Re: [Bulk] Re: Disconnecting non active (IDLE ) users

From
Christopher Browne
Date:
The world rejoiced as augustz@augustz.com (August Zajonc) wrote:
> Ted Byers wrote:
>
> [snip]
>> It is outrageously unethical, IMHO, for a programmer, or group thereof,
>> to refuse to fix a problem that has arisen from how their targetted
>> users use their application.
>
> Let's save the determination of outrageous behavior for others and see
> if we can help the user fix their problem.
>
> Two suggestions:
> Pgpool
>
> Change keepalive settings in kernel if the machine is only used for
> postgresql. If you disable keepalives, at some point the kernel will
> likely drop the connection. Postgresql turns keepalives on by default
> (which is usually a good thing).
>
> Your apps should login transparently though and know how to handle this
> issue. Prompting users repeatedly to login can be frustrating, the usual
> question is how to keep a connection open longer :)
>
> I'm not sure that postgresql would itself implement a timeout feature...

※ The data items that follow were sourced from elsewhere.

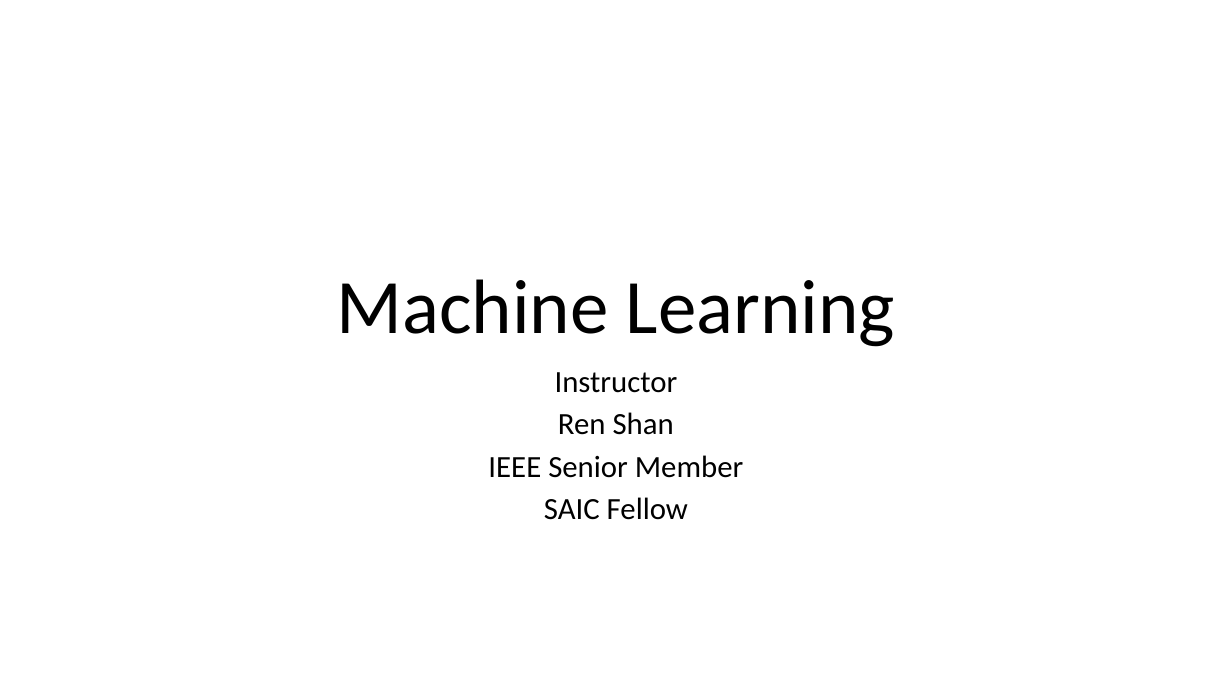
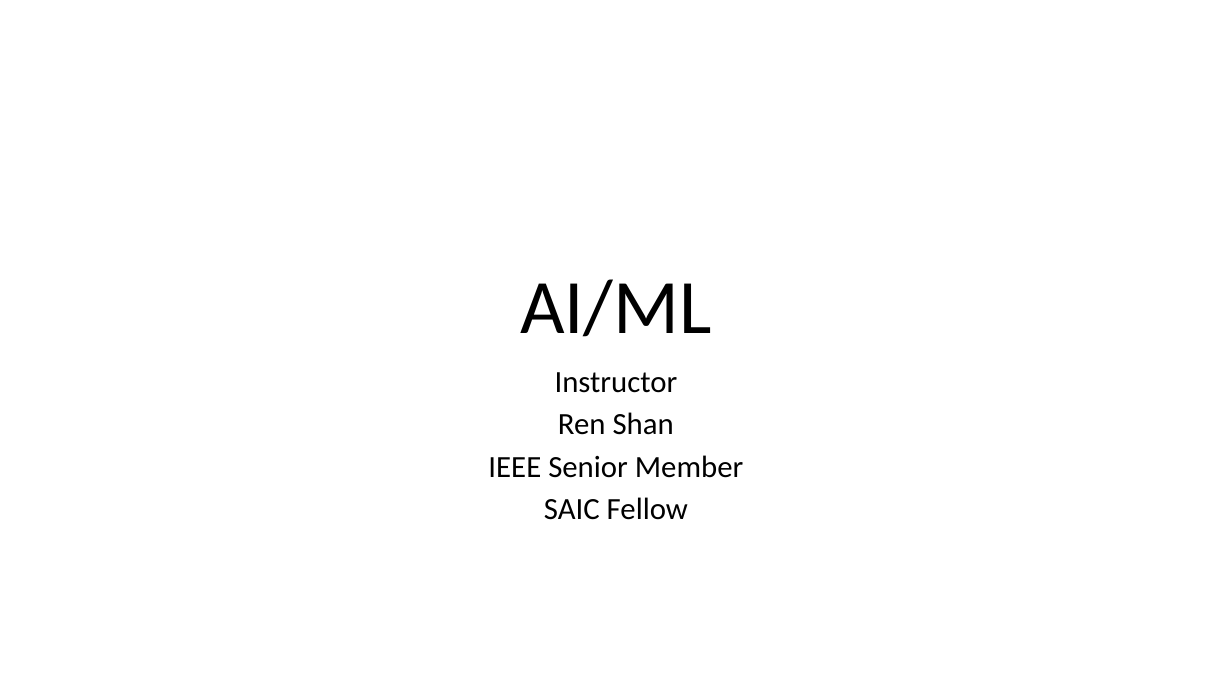
Before and after one commit to renshan2/accesspy, a slide deck: slide 1 of AI-ML-DL/Machine Learning.pptx. Drawn at 1232x693 pixels with LibreOffice and Linux fonts; fonts in the diff are those of the drawing. Boxes give left, top, right and bottom in pixels: in the first picture for what was removed or moved away, otherwise in the second. Text is boxed around its words. In the diff, an @@ line names an element or a change of style, - is before the commit and + after.

```diff
--- a/AI-ML-DL/Machine Learning.pptx
+++ b/AI-ML-DL/Machine Learning.pptx
@@ title at (520, 279, 712, 337): text changed @@
-Machine Learning
+AI/ML
```
Also in this commit, not shown: 7 other slides changed, 8 slides added, 4 other files.

This fits very nicely into the category of things that can reasonably
vary quite a lot based on local policy.

I'd quite like to be able to say:

  "We can let some users in, with read-only access.  And we can have
  PostgreSQL enforce policies as to maximum connection times so that
  we can ensure they do not hold open <IDLE> in transaction
  connections that will destroy performance."

At present, I can only handle this via creating external utilities to
try to analyze things and look for connections that are breaking
connectivity policies.  It would be rather nice to have something to
support this in the DB engine.

That may not fit your needs: your users may be in a position to tell
you "we don't care if performance suffers - we want our connections."